When Billy got up close, Marlowe flinched and stepped back. It took me a moment to realize why: stars are essentially millions of tiny suns. That probably explained the faint, disco-ball effect that the dress seemed to be throwing on the cavern floor, shedding a puddle of tiny prisms all around the hem.
“Cassie?” Tami was looking at Billy in disbelief, and I decided that switching back would make more sense than trying to explain at this point. Possession was not a skill I’d had when she knew me.
I slipped back inside my own skin and Marcello sighed in relief. Apparently, he hadn’t enjoyed the cohabitation any more than I had. “About time,” Billy muttered as he headed straight for my necklace. The tone clearly said that I’d be hearing about this later.
“It’s okay, Tami,” I told her, ignoring both of them. “I know you didn’t do anything wrong. This is just a mix-up.”
Marlowe laughed. “Mix-up? I don’t think so.” He’d apparently recovered from the singeing, although I noticed that he stayed a little farther back than before. There were tiny burn marks on his hose, the size of pinpricks, that I could swear hadn’t been there earlier. “She’s guilty as hell.”
Tami had recovered enough from the initial shock to send him a pretty good glare. It looked real familiar, maybe because I’d been on the receiving end of a carbon copy very recently. “Jesse! He’s your son, isn’t he?” I would have gotten it before, only she hadn’t had a kid of her own when I knew her. Or, at least, she hadn’t mentioned one.
Tami’s head jerked back to me. “Where is
he? Is he all right? Are the others—”
“They’re fine. They showed up a few days ago. I have them somewhere safe.”
“Oh.” She visibly sagged, and for a moment I thought she was going to end up on the floor. But she recovered in time to give me a hug that forced whatever air Augustine’s contraption had left me out of my lungs. “Thank you, Cassie!”

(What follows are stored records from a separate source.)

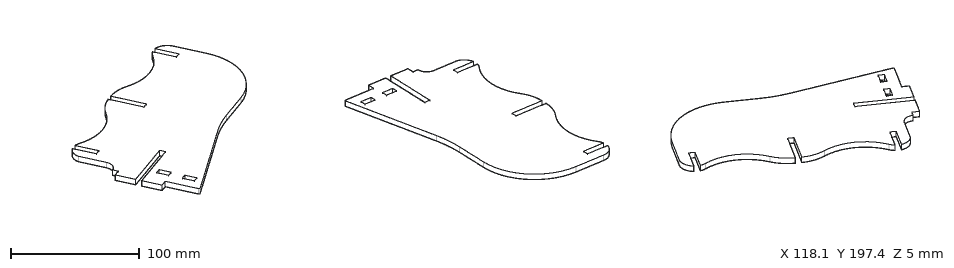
import cadquery as cq
import math

THICKNESS = 5.0
TOTAL_LENGTH = 197.42
MAX_X = 118.14

TOP_Y = 91.42
BOTTOM_Y = TOP_Y - TOTAL_LENGTH
FOOT_DROP = 6.2
SHOULDER_Y = BOTTOM_Y + FOOT_DROP
LEFT_BASE_Y = -91.1

SLOT_WIDTH = 5.0
SIDE_SLOT_OFFSET = 79.6
SIDE_SLOT_END_X = 23.7
CENTRE_SLOT_END_X = 30.1
FOOT_SLOT_END_Y = -58.2

SCALLOP_X = -30.2
SCALLOP_OFFSET = 46.75
SCALLOP_RADIUS = 44.1
TIP_RADIUS = TOP_Y - SIDE_SLOT_OFFSET

BACK_X = 93.8
SHOULDER_RADIUS = 51.0
FLARE_RADIUS = 100.0
FLARE_SLOPE = 0.25
FLARE_ANGLE = math.atan(FLARE_SLOPE)
TOE_RADIUS = 1.0

FOOT_CENTRE_X = 69.4
FOOT_WIDTH = 39.5
NOTCH_X = 44.7
NOTCH_RADIUS = LEFT_BASE_Y - SHOULDER_Y

WINDOW_LENGTH = 10.2
WINDOW_WIDTH = 5.0
WINDOW_CENTRES_X = (83.0, 104.6)
WINDOW_Y = -87.8


def on_circle(centre, radius, angle):
    """Point of a circle at an angle in radians from +X."""
    return (centre[0] + radius * math.cos(angle), centre[1] + radius * math.sin(angle))


def mirrored(point):
    """Point reflected across the centre line Y = 0."""
    return (point[0], -point[1])


def tip_centre():
    """Centre of the upper tip circle, level with its slot and tangent to the scallop."""
    rise = SIDE_SLOT_OFFSET - SCALLOP_OFFSET
    run = math.sqrt((SCALLOP_RADIUS + TIP_RADIUS) ** 2 - rise ** 2)
    return (SCALLOP_X + run, SIDE_SLOT_OFFSET)


def bulge_radius():
    """Radius of the arc that leaves the centre slot upright at X = 0, tangent to the scallop."""
    rise = SCALLOP_OFFSET - SLOT_WIDTH / 2
    return (SCALLOP_X ** 2 + rise ** 2 - SCALLOP_RADIUS ** 2) / (2 * (SCALLOP_RADIUS + SCALLOP_X))


def outline():
    """Closed outline of the plate before slots and windows are cut."""
    scallop = (SCALLOP_X, SCALLOP_OFFSET)
    scallop_crest = (SCALLOP_X + SCALLOP_RADIUS, SCALLOP_OFFSET)
    tip = tip_centre()
    tip_left = (tip[0] - TIP_RADIUS, tip[1])
    tip_angle = math.atan2(tip[1] - scallop[1], tip[0] - scallop[0])
    tip_joint = on_circle(scallop, SCALLOP_RADIUS, tip_angle)

    radius = bulge_radius()
    bulge = (radius, SLOT_WIDTH / 2)
    bulge_angle = math.atan2(scallop[1] - bulge[1], scallop[0] - bulge[0])
    bulge_joint = on_circle(bulge, radius, bulge_angle)
    bulge_middle = on_circle(bulge, radius, (bulge_angle + math.pi) / 2)
    bulge_start = (0, SLOT_WIDTH / 2)

    base_depth = -LEFT_BASE_Y - SIDE_SLOT_OFFSET
    base_start = (tip[0] - math.sqrt(TIP_RADIUS ** 2 - base_depth ** 2), LEFT_BASE_Y)

    top_corner = (BACK_X - SHOULDER_RADIUS, TOP_Y - SHOULDER_RADIUS)
    bend_tangent = FLARE_RADIUS * math.tan(FLARE_ANGLE / 2)
    toe_tangent = TOE_RADIUS / math.tan(math.pi / 4 - FLARE_ANGLE / 2)
    toe_x = MAX_X - TOE_RADIUS + toe_tangent
    toe_flare = (toe_x - toe_tangent * math.sin(FLARE_ANGLE),
                 SHOULDER_Y + toe_tangent * math.cos(FLARE_ANGLE))
    toe_centre = (toe_x - toe_tangent, SHOULDER_Y + TOE_RADIUS)
    bend_y = SHOULDER_Y + (toe_x - BACK_X) / FLARE_SLOPE
    bend_centre = (BACK_X + FLARE_RADIUS, bend_y + bend_tangent)

    foot_left = FOOT_CENTRE_X - FOOT_WIDTH / 2
    foot_right = FOOT_CENTRE_X + FOOT_WIDTH / 2
    notch_centre = (NOTCH_X - NOTCH_RADIUS, SHOULDER_Y)

    return (
        cq.Workplane("XY")
        .moveTo(*base_start)
        .threePointArc(mirrored(tip_left), mirrored(tip_joint))
        .threePointArc(mirrored(scallop_crest), mirrored(bulge_joint))
        .threePointArc(mirrored(bulge_middle), mirrored(bulge_start))
        .lineTo(*bulge_start)
        .threePointArc(bulge_middle, bulge_joint)
        .threePointArc(scallop_crest, tip_joint)
        .threePointArc(tip_left, (tip[0], TOP_Y))
        .lineTo(top_corner[0], TOP_Y)
        .threePointArc(on_circle(top_corner, SHOULDER_RADIUS, math.pi / 4), (BACK_X, top_corner[1]))
        .lineTo(BACK_X, bend_centre[1])
        .threePointArc(
            on_circle(bend_centre, FLARE_RADIUS, math.pi + FLARE_ANGLE / 2),
            on_circle(bend_centre, FLARE_RADIUS, math.pi + FLARE_ANGLE),
        )
        .lineTo(*toe_flare)
        .threePointArc(on_circle(toe_centre, TOE_RADIUS, 0), (toe_centre[0], SHOULDER_Y))
        .lineTo(foot_right, SHOULDER_Y)
        .lineTo(foot_right, BOTTOM_Y)
        .lineTo(foot_left, BOTTOM_Y)
        .lineTo(foot_left, SHOULDER_Y)
        .lineTo(NOTCH_X, SHOULDER_Y)
        .threePointArc(
            on_circle(notch_centre, NOTCH_RADIUS, math.pi / 4),
            (notch_centre[0], LEFT_BASE_Y),
        )
        .close()
    )


def block(x_min, x_max, y_min, y_max):
    """Cutting block through the full thickness."""
    size = (x_max - x_min, y_max - y_min, THICKNESS)
    return cq.Workplane("XY").box(*size, centered=False).translate((x_min, y_min, 0))


def side_slot(y, end_x):
    """Slot running in from the left side."""
    return block(0, end_x, y - SLOT_WIDTH / 2, y + SLOT_WIDTH / 2)


def foot_slot():
    """Long slot running up from the middle of the foot."""
    half = SLOT_WIDTH / 2
    return block(FOOT_CENTRE_X - half, FOOT_CENTRE_X + half, BOTTOM_Y, FOOT_SLOT_END_Y)


def window(x):
    """Rectangular through window near the toe."""
    half_length = WINDOW_LENGTH / 2
    half_width = WINDOW_WIDTH / 2
    return block(x - half_length, x + half_length, WINDOW_Y - half_width, WINDOW_Y + half_width)


result = outline().extrude(THICKNESS)
for slot_y in (-SIDE_SLOT_OFFSET, SIDE_SLOT_OFFSET):
    result = result.cut(side_slot(slot_y, SIDE_SLOT_END_X))
result = result.cut(side_slot(0, CENTRE_SLOT_END_X))
result = result.cut(foot_slot())
for window_x in WINDOW_CENTRES_X:
    result = result.cut(window(window_x))

“It’s no big deal,” I gasped. “You did the same thing for me once, if I remember. Although next time it would be kind of nice to get, oh, a phone call? You knew where I was.”
“But not what you’d say. And it’s easier to ask forgiveness than permission.”
“You know me better than that!” I couldn’t believe she’d actually thought I’d say no.
“I used to know you better than that,” she corrected. “But times change. You got out of that life. Made a new start. And besides, paranoia is a damned useful quality.” We said the last together, laughing in spite of everything, because it had been the Misfit mantra that Tami had drilled into our heads practically every day.
Tami quickly sobered, however. “I was so worried, Cassie…the war mages wouldn’t tell me anything, and I didn’t know…Jesse’s smart, but so many things could have gone wrong and I—”
“Nothing went wrong.” I grinned ruefully. “Except that he wouldn’t tell me anything, either. Not that it surprises me now. He’s his mamma’s boy. Only I didn’t know you had a son.”
“I didn’t plan to get pregnant. When I found out, I hid it, and when Jesse was born…I had a talk with his father and he agreed to take him. His wife couldn’t have kids, and he somehow persuaded her to swear the baby was hers. We thought that, as long as Jesse took after him and didn’t show any signs of, of anything, he could get an apprenticeship one day, have a normal life. But when he was eleven—” she swallowed. “There started to be all these fires.”